Materials research is an interdisciplinary field which involves study of the synthesis, properties and structure of a wide range of materials, many of practical or technological importance. The field draws contributions from condensed matter physics, chemistry and engineering and, more recently, from biology. Condensed matter physics studies the "condensed" phases that appear whenever the number of constituents in a system is extremely large and the interactions between them are strong. Condensed phases range from normal solids and to the Bose-Einstein condensate found in certain atomic systems at very low temperatures. Also included are the superconducting phase exhibited by conduction electrons in certain materials, or the ferromagnetic and antiferromagnetic phases of electron spins on atomic lattices. Solid-state physics is now considered to be one of the main sub-disciplines of condensed matter physics.
Complex fluids include systems such as colloids, foams, slurries, emulsions, membranes, and polymer melts. Researchers at ISAT Hall are studying such questions as how inter-particle interactions influence the rheological properties of such fluids, and the dynamics and lateral structure of model biological membranes.
|Inelastic neutron scattering in Xerogel.|
The Low Energy Neutron Source (LENS) is a major asset for conducting condensed matter research at ISAT Hall. When neutrons are scattered from matter, the resulting angular and velocity distributions of the scattered neutrons can be interpreted to determine where atoms are located and how they move. Neutrons interact with matter in a unique manner that allows them to identify hydrogen and other light atoms among heavy atoms, making them very useful for the study of biological macromolecules and man-made polymers, both of which contain substantial amounts of hydrogen. This feature also made it possible for neutrons to make the first determination of the crystal structure of yttrium-barium-copper oxide (YBCO), the first of the so-called "high-temperature" superconducting ceramics". YBCO wires may someday be used to increase the energy efficiency of electric motors, generators, transmission lines, transformers, and magnet-containing devices, such as particle accelerators for research, medical diagnostic machines, and levitated, high-speed trains. Most of what we know about the atomic level magnetic structure of materials has also been obtained using neutron scattering.
At LENS, neutron scattering will be used primarily to study large-scale (1 -1000nm) structure of materials. Paul Sokol uses neutron scattering in several studies including the collective excitations in confined quantum liquids, the momentum distribution of hydrogen on surfaces, the microscopic structure of confined solids, wetting on nonstructural surfaces, the dynamics of hydrogen in reduced dimensionality, and the properties of hydrogen storage materials.

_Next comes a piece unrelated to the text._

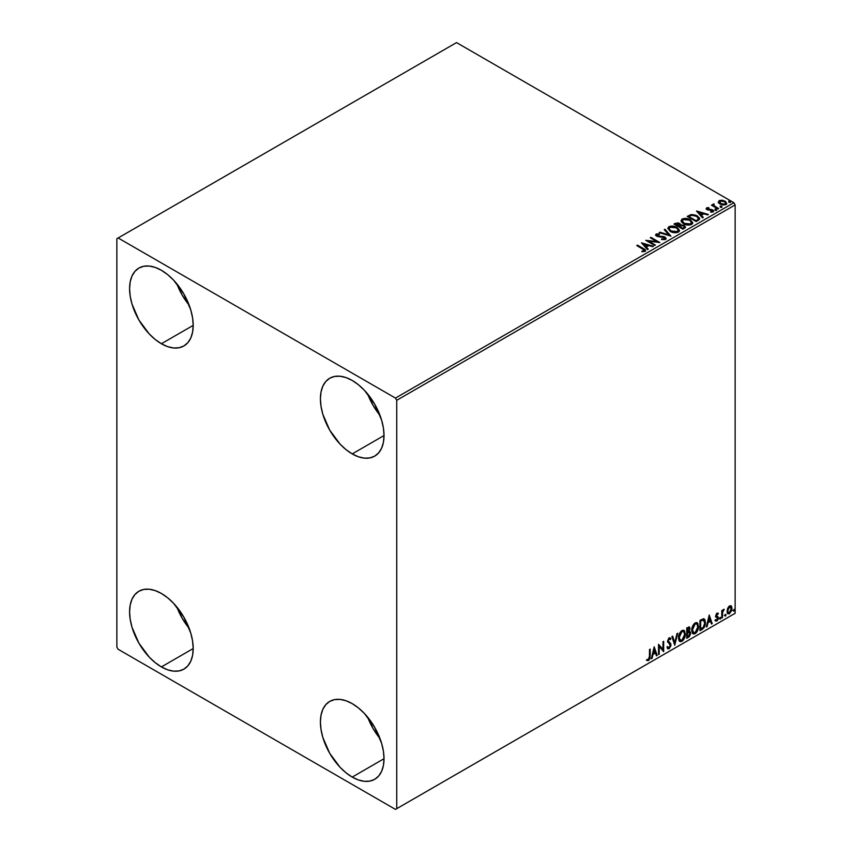 <?xml version="1.0" encoding="UTF-8"?>
<svg xmlns="http://www.w3.org/2000/svg" width="852" height="852" viewBox="0 0 852 852"><rect width="100%" height="100%" fill="white"/><g stroke="black" fill="none" stroke-linecap="round" stroke-linejoin="round"><path stroke-width="1.28" d="M367.67 717.192A44.975 25.965 -120 0 0 380.013 738.556L372.984 728.375L367.67 717.192M352.217 777.088A44.975 25.965 60 0 1 322.833 737.449A44.975 25.965 60 0 1 329.724 701.409A44.975 25.965 60 0 1 352.217 703.635L358.415 707.927L364.39 713.454L374.699 727.374L381.6 743.274L383.411 751.198L384.018 758.717L352.217 777.088L346.008 772.796L340.044 767.258L329.724 753.338L322.833 737.449L321.023 729.514L320.405 721.995L321.023 715.19L322.833 709.343L325.773 704.689L329.724 701.409L334.548 699.62L340.044 699.407L346.008 700.759L352.217 703.635A44.975 25.965 60 0 1 381.6 743.274A44.975 25.965 60 0 1 374.699 779.314L369.885 781.092L364.39 781.316L358.415 779.963L352.217 777.088L384.018 758.717L383.411 765.533L381.6 771.379L378.661 776.034L374.699 779.314A44.975 25.965 60 0 1 352.217 777.088M176.854 283.844A44.975 25.965 -120 0 0 189.187 305.208L182.158 295.026L176.854 283.844M161.39 343.739A44.975 25.965 60 0 1 132.007 304.1A44.975 25.965 60 0 1 138.897 268.06A44.975 25.965 60 0 1 161.39 270.286L167.599 274.578L173.563 280.106L183.883 294.025L190.773 309.926L192.584 317.86L193.191 325.379L161.39 343.739L155.181 339.447L149.217 333.909L138.897 320.001L132.007 304.1L130.196 296.166L129.589 288.647L130.196 281.842L132.007 275.995L134.946 271.341L138.897 268.06L143.722 266.271L149.217 266.058L155.181 267.411L161.39 270.286A44.975 25.965 60 0 1 190.773 309.926A44.975 25.965 60 0 1 183.883 345.965L179.058 347.744L173.563 347.967L167.599 346.615L161.39 343.739L193.191 325.379L192.584 332.184L190.773 338.031L187.834 342.685L183.883 345.965A44.975 25.965 60 0 1 161.39 343.739M367.67 394.018A44.975 25.965 -120 0 0 380.013 415.382L372.984 405.201L367.67 394.018M352.217 453.914A44.975 25.965 60 0 1 322.833 414.274A44.975 25.965 60 0 1 329.724 378.235A44.975 25.965 60 0 1 352.217 380.461L358.415 384.753L364.39 390.28L374.699 404.199L381.6 420.089L383.411 428.023L384.018 435.542L352.217 453.914L346.008 449.622L340.044 444.084L329.724 430.164L322.833 414.274L321.023 406.34L320.405 398.821L321.023 392.005L322.833 386.169L325.773 381.515L329.724 378.235L334.548 376.446L340.044 376.233L346.008 377.585L352.217 380.461A44.975 25.965 60 0 1 381.6 420.089A44.975 25.965 60 0 1 374.699 456.139L369.885 457.918L364.39 458.142L358.415 456.789L352.217 453.914L384.018 435.542L383.411 442.358L381.6 448.205L378.661 452.859L374.699 456.139A44.975 25.965 60 0 1 352.217 453.914M176.854 607.018A44.975 25.965 -120 0 0 189.187 628.382L182.158 618.201L176.854 607.018M161.39 666.914A44.975 25.965 60 0 1 132.007 627.274A44.975 25.965 60 0 1 138.897 591.235A44.975 25.965 60 0 1 161.39 593.461L167.599 597.753L173.563 603.28L183.883 617.199L190.773 633.1L192.584 641.034L193.191 648.553L161.39 666.914L155.181 662.622L149.217 657.094L138.897 643.175L132.007 627.274L130.196 619.34L129.589 611.821L130.196 605.016L132.007 599.169L134.946 594.515L138.897 591.235L143.722 589.446L149.217 589.233L155.181 590.585L161.39 593.461A44.975 25.965 60 0 1 190.773 633.1A44.975 25.965 60 0 1 183.883 669.139L179.058 670.929L173.563 671.142L167.599 669.789L161.39 666.914L193.191 648.553L192.584 655.358L190.773 661.205L187.834 665.859L183.883 669.139A44.975 25.965 60 0 1 161.39 666.914M116.862 238.709L116.862 647.083L118.14 649.288L395.466 809.4L735.138 613.291L396.744 808.665L396.744 400.291L735.138 204.917L735.138 613.291L735.138 204.917L733.86 202.712L395.466 398.086L118.14 237.974L456.534 42.6L733.86 202.712L456.534 42.6L116.862 238.709L116.862 647.083L118.14 649.288L395.466 809.4L396.744 808.665L396.744 400.291L395.466 398.086L118.14 237.974L116.862 238.709M730.76 605.697L731.389 606.113L729.546 605.942L727.693 608.253L727.171 612.545L727.64 613.493L729.259 613.866L731.719 610.554L731.548 606.315L730.601 605.666L728.992 606.336L727.033 611.299L728.055 613.855L729.546 613.717L732.049 608.403L731.027 605.815M721.782 618.073L722.464 617.668L722.677 611.928L724.062 609.265L722.464 611.267L722.464 610.16L721.782 610.554L721.782 618.073L722.464 617.668L722.571 612.503L724.179 609.297L722.464 611.267L722.464 610.16L721.782 610.554L721.782 618.073M717.363 613.962L716.564 613.77L717.948 614.345L718.353 613.472L717.714 613.057L718.353 613.472L716.457 613.664L715.723 615.889L717.618 618.893L715.499 620.81L716.905 621.012L718.161 619.223L718.129 616.976L716.415 615.453L718.353 613.472L717.033 613.163L715.723 615.889L717.672 618.446L716.83 620.139L715.893 619.883L715.797 621.087L715.286 620.788M702.037 629.468L704.103 627.562L705.286 624.378L705.03 619.926L703.709 618.754L699.971 620.373L699.971 630.661L702.037 629.468C704.412 627.722 705.552 625.389 705.456 622.482L703.443 618.744L699.971 620.373L699.971 630.661L702.037 629.468M686.733 638.308L689.396 636.529L690.493 634.261L690.408 632.003L689.204 631.332L690.035 628.659L689.225 626.923L686.733 628.02L686.733 638.308L688.512 637.275L690.61 633.142L689.204 631.332L690.035 628.659L689.428 627.008L686.733 628.02L686.733 638.308M674.741 645.23L677.713 633.228L676.967 633.664L674.795 642.706L672.633 636.156L671.887 636.593L674.741 645.23L677.713 633.228L676.967 633.664L674.795 642.706L672.633 636.156L671.887 636.593L674.741 645.23M659.214 654.187L659.214 646.54L663.665 651.62L663.665 641.332L662.984 641.737L662.984 649.405L658.532 644.304L658.532 654.581L659.214 654.187L658.532 653.995L659.214 654.187L659.214 646.54L663.665 651.62L663.665 641.332L662.984 641.737L662.984 649.405L658.532 644.304L658.532 654.581L659.214 654.187M646.881 660.385L648.564 660.598L648.053 660.311L649.394 658.532L649.682 655.763L648.053 660.311L648.564 660.598L650.193 656.061L650.193 649.117L649.512 649.512L649.437 657.978L648.734 659.427L647.232 659.395L646.881 660.385L648.564 660.598L650.023 658.436L650.193 649.117L649.512 649.512L649.512 656.349L648.564 659.554L647.232 659.395L647.222 660.619M654.187 646.806L651.333 658.734L652.078 658.308L652.994 654.485L655.497 653.037L656.413 655.806L657.158 655.38L654.187 646.806L651.333 658.734L652.078 658.308L652.994 654.485L655.497 653.037L656.413 655.806L657.158 655.38L654.187 646.806M669.885 637.754L670.854 638.659L669.139 637.914L667.553 641.236L670.29 645.262L669.044 647.722L667.648 646.817L667.095 647.658L667.936 648.83L669.097 648.745L670.854 645.912L670.748 643.697L668.234 640.789L668.927 639.117L670.322 639.607L670.854 638.659L669.725 637.733L668.735 638.223L667.638 641.993L670.066 644.378L670.268 645.635L668.905 647.786L667.648 646.817L667.499 648.415L669.097 648.745L667.702 648.649M678.511 637.956L678.959 640.395L680.428 641.684L683.453 639.927L685.317 634.9L684.529 630.874L683.421 630.182L681.685 630.672L678.906 635.134L678.511 637.956L679.917 641.492L681.941 641.332C684.262 639.319 685.402 636.859 685.359 633.952L683.954 630.373L681.888 630.555C679.587 632.578 678.458 635.049 678.511 637.956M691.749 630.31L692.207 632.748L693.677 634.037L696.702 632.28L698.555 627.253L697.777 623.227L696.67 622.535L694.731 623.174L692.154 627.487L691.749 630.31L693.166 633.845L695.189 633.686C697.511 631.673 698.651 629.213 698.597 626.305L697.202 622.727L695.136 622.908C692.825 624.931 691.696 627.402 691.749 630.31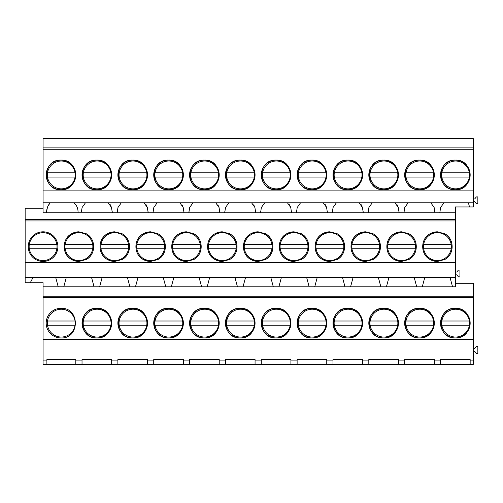 <?xml version="1.0" encoding="UTF-8"?>
<svg xmlns="http://www.w3.org/2000/svg" width="503" height="503" viewBox="0 0 503 503"><rect width="100%" height="100%" fill="white"/><g stroke="black" fill="none" stroke-linecap="round" stroke-linejoin="round"><path stroke-width="0.75" d="M43.076 231.814A14.82 14.82 0 0 0 28.256 246.633A14.82 14.82 0 0 0 43.076 261.453A14.82 14.82 0 0 0 57.895 246.633A14.82 14.82 0 0 0 43.076 231.814M455.341 220.962L25.15 220.962L25.15 262.44L455.341 262.44L455.341 219.597L25.15 219.597L25.15 220.962M444.753 259.504C454.593 254.487 454.593 238.774 444.753 233.757L437.415 231.814L430.078 233.757C420.238 238.774 420.238 254.487 430.078 259.504L437.415 261.453L444.753 259.504A14.82 14.82 0 0 0 451.48 251.299M244.106 241.962A14.82 14.82 0 0 1 250.827 233.757C240.994 238.774 240.994 254.487 250.827 259.504L258.171 261.453L265.509 259.504C275.342 254.487 275.342 238.774 265.509 233.757L258.171 231.814L250.827 233.757A14.82 14.82 0 0 1 258.171 231.814M222.32 261.453L229.657 259.504C239.497 254.487 239.497 238.774 229.657 233.757L222.32 231.814L214.982 233.757C205.142 238.774 205.142 254.487 214.982 259.504L222.32 261.453A14.82 14.82 0 0 1 208.255 251.299M329.867 261.453A14.82 14.82 0 0 1 322.53 259.504L329.867 261.453L337.205 259.504C347.045 254.487 347.045 238.774 337.205 233.757L329.867 231.814L322.53 233.757C312.69 238.774 312.69 254.487 322.53 259.504A14.82 14.82 0 0 1 315.802 251.299M301.36 259.504C311.194 254.487 311.194 238.774 301.36 233.757L294.016 231.814L286.679 233.757C276.839 238.774 276.839 254.487 286.679 259.504L294.016 261.453L301.36 259.504A14.82 14.82 0 0 1 301.354 259.504A14.82 14.82 0 0 0 308.081 251.299M114.772 231.814L107.435 233.757C97.595 238.774 97.595 254.487 107.435 259.504L114.772 261.453L122.11 259.504C131.949 254.487 131.949 238.774 122.11 233.757L114.772 231.814A14.82 14.82 0 0 0 100.707 241.962M78.921 261.453A14.82 14.82 0 0 1 71.583 259.504L78.921 261.453L86.264 259.504C96.098 254.487 96.098 238.774 86.264 233.757L78.921 231.814L71.583 233.757C61.75 238.774 61.75 254.487 71.583 259.504A14.82 14.82 0 0 1 64.862 251.299M172.403 241.962A14.82 14.82 0 0 1 179.131 233.757C169.297 238.774 169.297 254.487 179.131 259.504L186.468 261.453L193.812 259.504C203.646 254.487 203.646 238.774 193.812 233.757L186.468 231.814L179.131 233.757A14.82 14.82 0 0 1 186.468 231.814M150.623 261.453L157.961 259.504C167.801 254.487 167.801 238.774 157.961 233.757L150.623 231.814L143.28 233.757C133.446 238.774 133.446 254.487 143.28 259.504L150.623 261.453A14.82 14.82 0 0 1 136.558 251.299M408.901 233.757L401.564 231.814L394.226 233.757C384.386 238.774 384.386 254.487 394.226 259.504L401.564 261.453L408.901 259.504C418.741 254.487 418.741 238.774 408.901 233.757A14.82 14.82 0 0 1 415.629 241.962M351.654 241.962A14.82 14.82 0 0 1 358.375 233.757C348.541 238.774 348.541 254.487 358.375 259.504L365.719 261.453L373.056 259.504C382.89 254.487 382.89 238.774 373.056 233.757L365.719 231.814L358.375 233.757A14.82 14.82 0 0 1 365.719 231.814M33.091 277.348L30.287 282.73L25.15 282.73L25.15 277.348L455.341 277.348L455.341 262.44M25.15 277.348L25.15 262.44M25.15 219.597L25.15 208.236L43.076 208.236M43.076 190.87L43.076 149.259L473.26 149.259L473.26 190.87L43.076 190.87L43.076 212.756L78.028 212.756C78.223 208.67 76.852 205.362 73.903 202.828L50.193 202.828L47.81 206.299M473.26 149.259L473.26 138.589L43.076 138.589L43.076 149.259M61.001 189.75C80.115 190.662 80.115 159.206 61.001 160.111C41.881 159.206 41.881 190.662 61.001 189.75A14.82 14.82 0 0 0 75.821 174.931A14.82 14.82 0 0 0 61.001 160.111A14.82 14.82 0 0 0 46.182 174.931A14.82 14.82 0 0 0 61.001 189.75M347.793 160.111C328.679 159.206 328.679 190.662 347.793 189.75C366.907 190.662 366.907 159.206 347.793 160.111A14.82 14.82 0 0 1 362.613 174.931A14.82 14.82 0 0 1 347.793 189.75A14.82 14.82 0 0 1 332.973 174.931A14.82 14.82 0 0 1 347.793 160.111M311.942 189.75C331.056 190.662 331.056 159.206 311.942 160.111C292.828 159.206 292.828 190.662 311.942 189.75A14.82 14.82 0 0 1 297.122 174.931A14.82 14.82 0 0 1 311.942 160.111A14.82 14.82 0 0 1 326.761 174.931A14.82 14.82 0 0 1 311.942 189.75M276.09 189.75C295.211 190.662 295.211 159.206 276.09 160.111C256.976 159.206 256.976 190.662 276.09 189.75A14.82 14.82 0 0 1 261.271 174.931A14.82 14.82 0 0 1 276.09 160.111A14.82 14.82 0 0 1 290.91 174.931A14.82 14.82 0 0 1 276.09 189.75M204.394 160.111C185.28 159.206 185.28 190.662 204.394 189.75C223.508 190.662 223.508 159.206 204.394 160.111A14.82 14.82 0 0 1 219.214 174.931A14.82 14.82 0 0 1 204.394 189.75A14.82 14.82 0 0 1 189.574 174.931A14.82 14.82 0 0 1 204.394 160.111M132.698 160.111C113.584 159.206 113.584 190.662 132.698 189.75C151.812 190.662 151.812 159.206 132.698 160.111A14.82 14.82 0 0 1 147.517 174.931A14.82 14.82 0 0 1 132.698 189.75A14.82 14.82 0 0 1 117.878 174.931A14.82 14.82 0 0 1 132.698 160.111M96.846 189.75C115.96 190.662 115.96 159.206 96.846 160.111C77.732 159.206 77.732 190.662 96.846 189.75A14.82 14.82 0 0 1 82.027 174.931A14.82 14.82 0 0 1 96.846 160.111A14.82 14.82 0 0 1 111.666 174.931A14.82 14.82 0 0 1 96.846 189.75M168.549 189.75C187.663 190.662 187.663 159.206 168.549 160.111C149.429 159.206 149.429 190.662 168.549 189.75A14.82 14.82 0 0 1 153.729 174.931A14.82 14.82 0 0 1 168.549 160.111A14.82 14.82 0 0 1 183.369 174.931A14.82 14.82 0 0 1 168.549 189.75M240.245 160.111C221.131 159.206 221.131 190.662 240.245 189.75C259.359 190.662 259.359 159.206 240.245 160.111A14.82 14.82 0 0 1 255.065 174.931A14.82 14.82 0 0 1 240.245 189.75A14.82 14.82 0 0 1 225.426 174.931A14.82 14.82 0 0 1 240.245 160.111M383.638 189.75C402.758 190.662 402.758 159.206 383.638 160.111C364.524 159.206 364.524 190.662 383.638 189.75A14.82 14.82 0 0 1 368.818 174.931A14.82 14.82 0 0 1 383.638 160.111A14.82 14.82 0 0 1 398.458 174.931A14.82 14.82 0 0 1 383.638 189.75M419.489 160.111C400.375 159.206 400.375 190.662 419.489 189.75C438.603 190.662 438.603 159.206 419.489 160.111A14.82 14.82 0 0 1 434.309 174.931A14.82 14.82 0 0 1 419.489 189.75A14.82 14.82 0 0 1 404.67 174.931A14.82 14.82 0 0 1 419.489 160.111M455.341 189.75C474.455 190.662 474.455 159.206 455.341 160.111C436.22 159.206 436.22 190.662 455.341 189.75A14.82 14.82 0 0 1 440.521 174.931A14.82 14.82 0 0 1 455.341 160.111A14.82 14.82 0 0 1 470.16 174.931A14.82 14.82 0 0 1 455.341 189.75M55.676 277.348L58.203 286.785L455.341 286.785L455.341 277.348M66.321 277.348L63.793 286.785M46.886 359.557L75.821 359.557L75.821 364.411L46.886 364.411L46.886 359.557M81.379 211.694L82.121 207.5L85.441 202.828L73.897 202.822C76.846 205.343 78.223 208.651 78.028 212.756L112.314 212.756L111.509 207.5L110.314 204.796M47.471 207.274L46.842 210.254M43.076 202.822L50.193 202.822C47.71 205.608 46.515 208.915 46.603 212.756M439.811 212.756L434.957 212.756L434.152 207.5L430.832 202.822L443.935 202.822L440.615 207.5L439.811 212.756L455.341 212.756L455.341 219.597M473.26 147.901L43.076 147.901M473.26 190.87L473.26 202.822L443.935 202.822M108.189 202.828L85.441 202.828M111.509 207.5L108.195 202.828L215.737 202.822M228.84 202.828L225.52 207.5L224.715 212.756L219.861 212.756L219.056 207.5L215.743 202.828L430.832 202.828M61.001 308.308A14.82 14.82 0 0 0 46.182 323.127A14.82 14.82 0 0 0 61.001 337.947C80.115 338.852 80.115 307.402 61.001 308.308M408.084 202.828L404.764 207.5L403.959 212.756L434.957 212.756L434.152 207.5M404.022 211.694L403.959 212.756L399.105 212.756L398.301 207.5L397.106 204.796M372.233 202.828L368.913 207.5L368.108 212.756L399.105 212.756L399.049 211.694M368.171 211.694L368.108 212.756L363.26 212.756L362.456 207.5L361.261 204.796M336.388 202.828L333.068 207.5L332.263 212.756L363.26 212.756L363.197 211.694M332.326 211.694L332.263 212.756L327.409 212.756L326.604 207.5L325.41 204.796M300.536 202.828L297.216 207.5L296.412 212.756L327.409 212.756L327.346 211.694M296.474 211.694L296.412 212.756L291.564 212.756L290.753 207.5L289.565 204.796M264.685 202.828L261.371 207.5L260.567 212.756L291.564 212.756L291.501 211.694M260.623 211.694L260.567 212.756L255.713 212.756L254.908 207.5L253.713 204.796M224.778 211.694L224.715 212.756L255.713 212.756L255.65 211.694M192.989 202.828L189.669 207.5L188.864 212.756L219.861 212.756L219.798 211.694M188.927 211.694L188.864 212.756L184.016 212.756L183.211 207.5L182.017 204.796M157.137 202.828L153.824 207.5L153.019 212.756L184.016 212.756L183.953 211.694M153.075 211.694L153.019 212.756L148.165 212.756L147.36 207.5L146.166 204.796M121.292 202.828L117.972 207.5L117.168 212.756L148.165 212.756L148.102 211.694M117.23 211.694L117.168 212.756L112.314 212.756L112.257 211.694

Thin and multi-layered films represent prototypical examples of nano-structured materials whose structure and properties can be easily controlled through layer-by-layer growth through vacuum, chemical, or electro-deposition processes. The growth can be used to tune the composition of the material at length scales comparable to the fundamental physical lengths that determine a material's properties. For instance, in the Giant Magnetoresistance (GMR) effect, it is possible to make a magnetic field sensor by separating two magnetic materials by a non-magnetic layer that is thin enough for electrons traveling between the two magnetic layers to maintain memory of their quantum mechanical phase and momentum. The GMR effect has provided a rich variety of phenomena to unravel, and the magnetic recording industry is now completely dominated by GMR technology for its read heads. Researchers at ISAT Hall are interested in such questions as how you can quantify the disorder at interfaces in these materials (and how that disorder is correlated from one interface to the next), as well as how that disorder influences the properties of the material.